Hello list.
First, a warning: I am basically trying to reinvent a wheel, only for
my pleasure and knowledge. So, yes, there are easier ways to do the
things.
Yesterday, I was experimenting with dpkg ( for my own fun, and to learn
things ), especially with the parameter "--root" which change the
targeted system. Or, to be more exact, to change the directories where
it tries to retrieve it's own informations ( /var/lib/dpkg ) and where
it tries to deploy stuff ( / ).
Note that I did not tried debootstrap(*).
What I tried to do was basically to "replace" the debian installer:
On an external hard disk:
Basic setup:
* using gparted to partition and format according to my wishes ( a
portable system able to boot from kali live-cd, tail live-cd, an
installed Debian testing, a partition dedicated to experimenting another
linux-based distro, and a partition to boot a BSD kernel based system.
Yes, probably Debian/kFreeBSD in a first time, since I have some
knowledge about how Debian works, so that I would not start from void.
Of course, other utility partition for /home, /tmp and /share for
windows interaction, can be useful. Something odd and stupid enough to
allow me to lose a lot of time in tinkering :p )
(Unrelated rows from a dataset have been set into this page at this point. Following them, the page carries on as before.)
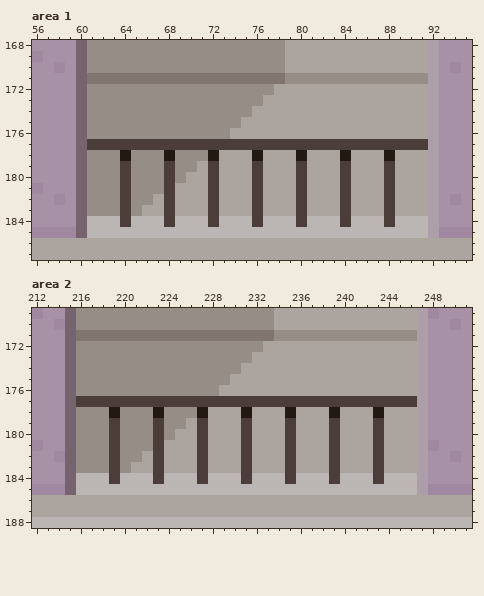
Pixel-art file: art/sakala.aseprite. This is how it looked before the edit.
300x300 pixels, 1 frame. Colours within 5 levels of each other are drawn and written as one. Shown: area 1: x 56..95, y 168..187; area 2: x 212..251, y 169..188. The commit also changed other parts of the picture, which this record leaves out.
New version:
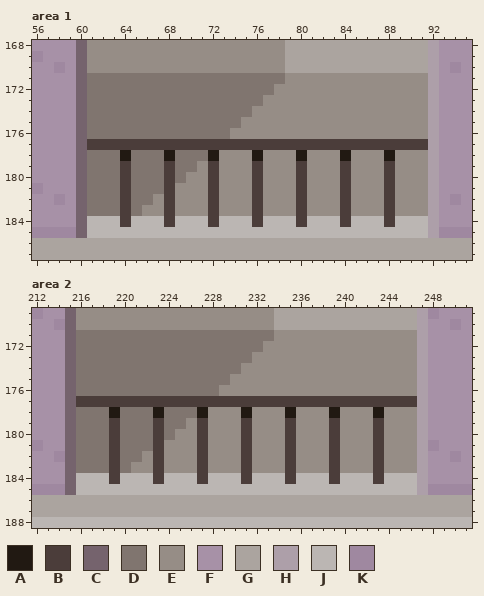
Palette (. is transparent): A #211912  B #4b3d3a  C #75636d  D #80756f  E #968d86  F #a791a7  G #aba49f  H #ad9fa9  J #bbb6b3  K #9f88a0
Diff:
Area 1, layer "Maja":
The author changed colour E to colour D in row 172 at x 61 to 77; in row 173 at x 61 to 76; in row 174 at x 61 to 75; in row 175 at x 61 to 74; in row 176 at x 61 to 73; in row 178 at x 61 to 63, 65 to 67 and 69 to 71.
The author changed colour E to colour D in row 179 at x 61 to 63, 65 to 67 and 69 to 70; in row 180 at x 61 to 63, 65 to 67 and 69; in row 181 at x 61 to 63 and 65 to 67; in row 182 at x 61 to 63 and 65 to 66; in row 183 at x 61 to 63 and 65.
The author changed colour G to colour E in row 172 at x 78 to 91; in row 173 at x 77 to 91; in row 174 at x 76 to 91; in row 175 at x 75 to 91; in row 176 at x 74 to 91; in row 178 at x 73 to 75, 77 to 79, 81 to 83, 85 to 87 and 89 to 91.
The author changed colour G to colour E in row 179 at x 71, 73 to 75, 77 to 79, 81 to 83, 85 to 87 and 89 to 91; in row 180 at x 70 to 71, 73 to 75, 77 to 79, 81 to 83, 85 to 87 and 89 to 91; in row 181 at x 69 to 71, 73 to 75, 77 to 79, 81 to 83, 85 to 87 and 89 to 91; in row 182 at x 67, 69 to 71, 73 to 75, 77 to 79, 81 to 83, 85 to 87 and 89 to 91; in row 183 at x 66 to 67, 69 to 71, 73 to 75, 77 to 79, 81 to 83, 85 to 87 and 89 to 91.
Area 2, layer "Maja":
The author changed colour E to colour D in row 172 at x 216 to 232; in row 173 at x 216 to 231; in row 174 at x 216 to 230; in row 175 at x 216 to 229; in row 176 at x 216 to 228; in row 178 at x 216 to 218, 220 to 222 and 224 to 226.
The author changed colour E to colour D in row 179 at x 216 to 218, 220 to 222 and 224 to 225; in row 180 at x 216 to 218, 220 to 222 and 224; in row 181 at x 216 to 218 and 220 to 222; in row 182 at x 216 to 218 and 220 to 221; in row 183 at x 216 to 218 and 220.
The author changed colour G to colour E in row 172 at x 233 to 246; in row 173 at x 232 to 246; in row 174 at x 231 to 246; in row 175 at x 230 to 246; in row 176 at x 229 to 246; in row 178 at x 228 to 230, 232 to 234, 236 to 238, 240 to 242 and 244 to 246.
The author changed colour G to colour E in row 179 at x 226, 228 to 230, 232 to 234, 236 to 238, 240 to 242 and 244 to 246; in row 180 at x 225 to 226, 228 to 230, 232 to 234, 236 to 238, 240 to 242 and 244 to 246; in row 181 at x 224 to 226, 228 to 230, 232 to 234, 236 to 238, 240 to 242 and 244 to 246; in row 182 at x 222, 224 to 226, 228 to 230, 232 to 234, 236 to 238, 240 to 242 and 244 to 246; in row 183 at x 221 to 222, 224 to 226, 228 to 230, 232 to 234, 236 to 238, 240 to 242 and 244 to 246.

* mounted the future "/" partition on "/mnt"
* created the basic filesystem, mirroring what I have on my working
system ( /root, /mnt, /boot, /var, /etc, et cetera )
* mounted partitions on their mount points
Some tinkering:
* created the dpkg's var tree: "cd /mnt; mkdir -p /var/lib/dpkg; touch
/var/lib/dpkg/available; /var/lib/dpkg/status"
* made an alias for dpkg so that I would not do an error: "alias
dpkg=dpkg --root=/mnt"
Identifying the first set of packages to install so that things would
be configured by standard dpkg's methodology:
* I want dpkg to be correctly configured, not only a hand-made tree, so
it is my first target.
* dpkg depends on various packages ( on my testing current system ),
namely: libc6, tar, libselinux1, liblzma5, libbz2-1.0, zlib1g. From
those ones, I know that the one which will be need by almost all
packages is libc6, so let's identify which packages it needs.
* libc6's dependencies: libgcc1, which depends on libc6, gcc-4.9-base (
which depends on nothing, nice! ) but most importantly, pre-depends on
multiarch-support ( which depends itself on libc6 ).
Trying to install the first set of ( 4 ) packages through dpkg:
* dpkg --root /mnt -i /var/cache/apt/archives/libc6_*.deb
/var/cache/apt/archives/gcc-4.9-base_*.deb
/var/cache/apt/archives/libgcc1_*.deb
/var/cache/apt/archives/multiarch-support_*.deb
When it comes to libc6, dpkg report an error of being unable to find
various scripts, like IIRC "/var/lib/dpkg/tmp.ci/preinst" ( in the
chrooted environment, so /mnt/var/lib/dpkg/tmp.ci/preinst ).
I have tried to fool dpkg by creating those files, making them empty
and executable, the error is the same, so my guess is that dpkg really
can find them ( since it can delete them ). Maybe a right problem? I did
not at the moment tried to set the rights to 777 on /var/lib/dpkg.
Setting to maximum the debugging options of dpkg did not helped at all,
too ( almost no informations ) and same when I tried the --force-all
option. I still did not tried to just copy stuff, which could work since
I believe that it's what debootstrap does (not checked in source code,
programming in bash is still very obscure for me. I might try to take a
look at cdebootstrap thought, since it is written in C which is far more
readable for me).
Any idea of tricks I might try or stuff I might read? In dpkg's man, it
is said that package's managers which want to understand how dpkg
install their packages should not refer to this man, so I guess it would
be a good start to know where is stored the recommended doc for them.
I'm not a package maintainer, but it sounds obvious that for this small
game of mine, I need a real knowledge of dpkg.
*: I do not use debootstrap, but I perfectly know that it is made to
install from a running GNU/Linux distro.
I "just" want to experiment, after all, for learning. And I think that
it might have some issues with my intent:
* should I use debootstrap or cdebootstrap?
* It seems it is possible to specify various list of packages to
installs, but can I tweak them? Each time I install from a strictly
minimal scratch, I spend some times to remove packages that I know I
will not need, and to set many, many other as automatically installed. (
and only after that, I am adding packages which are really useful to me,
so that I can have "really" minimal systems )
* it seems it needs the user to chroot after the bootstrap, which means
the user have to be root. I do not see why it should be mandatory to be
root ( with all problems it might cause ) to install a distro on an
external drive.
How to specify which packages to install -- since I always remove a lot
of packages after a strictly minimal Debian installation... which is
made from debootstrap if I have understood correctly the few source
lines of this script I have read -- ? And how could it be possible to do
a remote install? How can it be used without being root? And I think
those things might be avoided with dpkg. Except that... I had some
issues I did not understood, of course.